Everything You Need to Know About Header Bidding
If you’re interested in learning about the history of header bidding you’ve come to the right place…
When online advertising hit its stride in the 2000’s, DoubleClick “ad serving” service became the premier technology used by publishers to configure their website’s ad space. With overwhelming market share, this technology continued to grow and balloon into a massive organization. In 2007 it was purchased by Google. Doubleclick was making $300 million in revenue at that point, primarily from the publisher technology. Doubleclick for Publishers, or DFP, is a program used by major publishers across the world to set up the targeting schemes advertisers demand from their publisher partners.
With the advancements of real-time bidding (see ‘RTB & Programmatic Media’) DFP would allow the publisher to sell the ad on the ‘Ad Exchange’ via Doubleclick AdExchange (AdX). This is the ad exchange product produced by Google for publishers to use to sell their ads in real time with very strong results. Although AdX is not the only exchange in the market.

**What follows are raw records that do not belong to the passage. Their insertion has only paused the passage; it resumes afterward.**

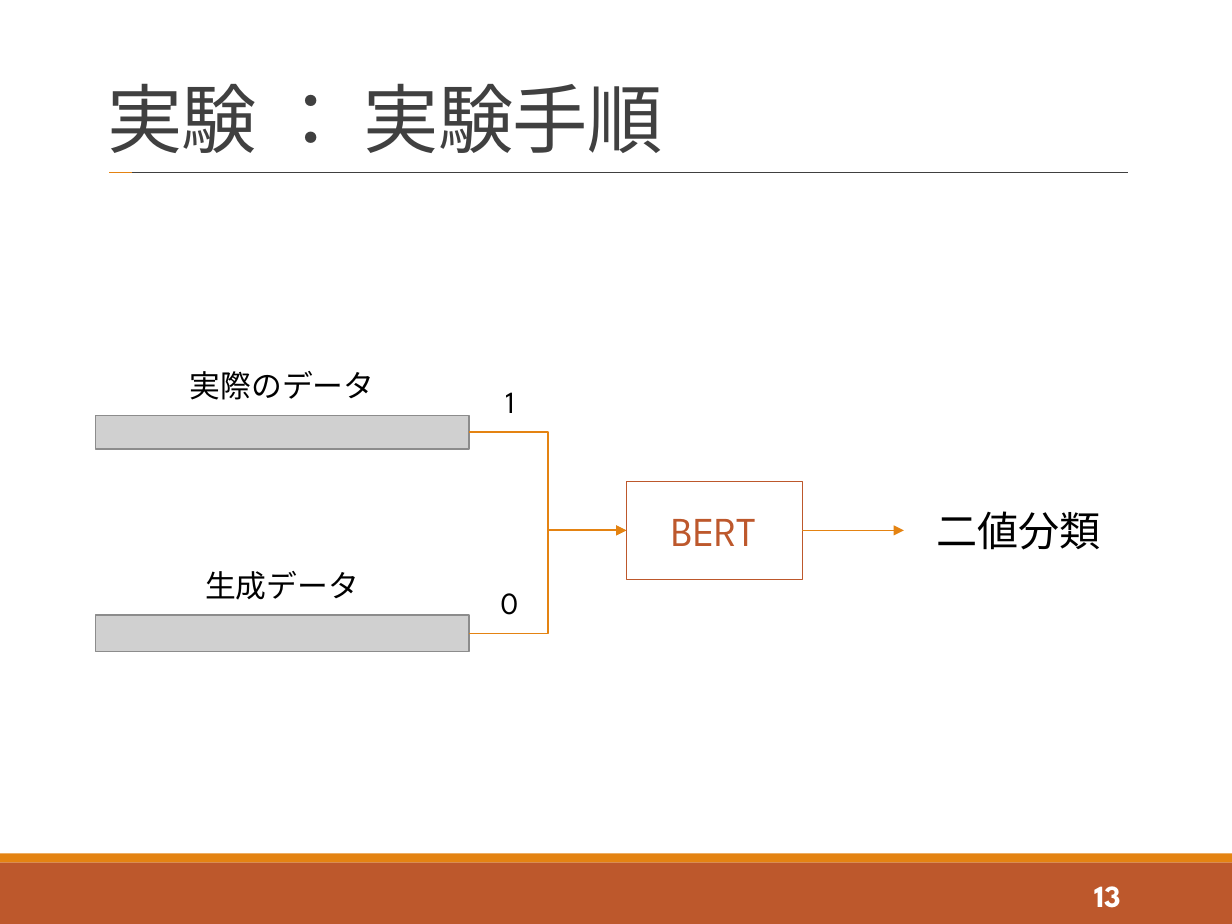
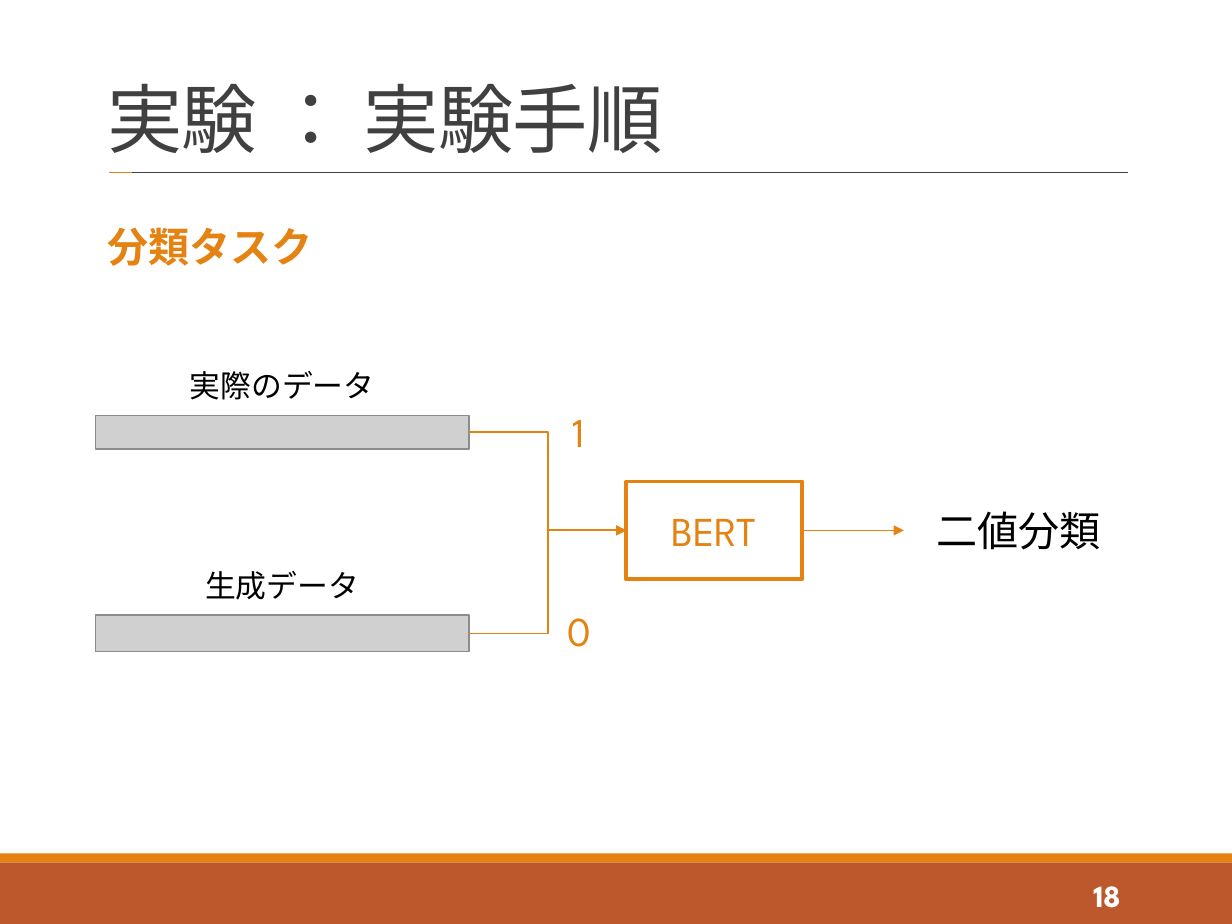
Before and after one commit to tatsuya-sugiyama/WeeklyReport, a slide deck: slide 18 of report/2021_t_1st/2021_1st_sugiyama.pptx (slide 13 before the commit). Drawn at 1232x924 pixels with LibreOffice and Linux fonts; fonts in the diff are those of the drawing; grey boxes stand for pictures. Boxes give left, top, right and bottom in pixels: in the first picture for what was removed or moved away, otherwise in the second. Text is boxed around its words. In the diff, an @@ line names an element or a change of style, - is before the commit and + after.

```diff
--- a/report/2021_t_1st/2021_1st_sugiyama.pptx
+++ b/report/2021_t_1st/2021_1st_sugiyama.pptx
@@ text added at (107,227,312,266), 24 pt, text #E48312, bold @@
+分類タスク
@@ text "1" at (573,420,585,447): size 18 to 24 pt, text colour #000000 to #E48312 @@
@@ text "1": place and size @@
-text "1" at (505,392,514,413)
+text "1" at (573,420,585,447)
@@ rectangle "BERT" at (626,482,802,579): text colour #BD582C to #E48312; fill none to #FFFFFF; outline #BD582C 0.75 pt to #E48312 2.25 pt @@
@@ text "0": place and size @@
-text "0" at (501,593,519,615)
+text "0" at (567,618,591,647)
@@ text "0" at (567,618,591,647): size 18 to 24 pt, text colour #000000 to #E48312 @@
@@ page number at (1093,886,1120,908): text changed @@
-13
+18
```
Also in this commit, not shown: 8 other slides changed, 5 slides added.

There are several other competitors to the Doubleclick exchange which publishers can use.
AdX integrates seamlessly with the DFP. This is not surprising, because they are both produced by the same company and can build the technology into the same program. But, AdX is not the only ad exchange on the market. Many other technology players have built exchanges, such as AppNexus, Index Exchange, Rubicon, Pubmatic, Mopub, Smaato, OpenX. These systems do NOT integrate as seamlessly into DFP. In the below chart they are the ‘other networks’.
Because of Header Bidding, these other exchanges now seamlessly integrate with AdX, allowing the publisher to give these other exchanges equal opportunity to participate in auction for the ad space.
This is better for the publisher, as the fair competition across exchanges yields them higher CPMs. Because the auction happens in the header, there are some concerns on page load time for the user, but this can be mitigated with controlling the ‘latency’ of each partner participating in the header exchange.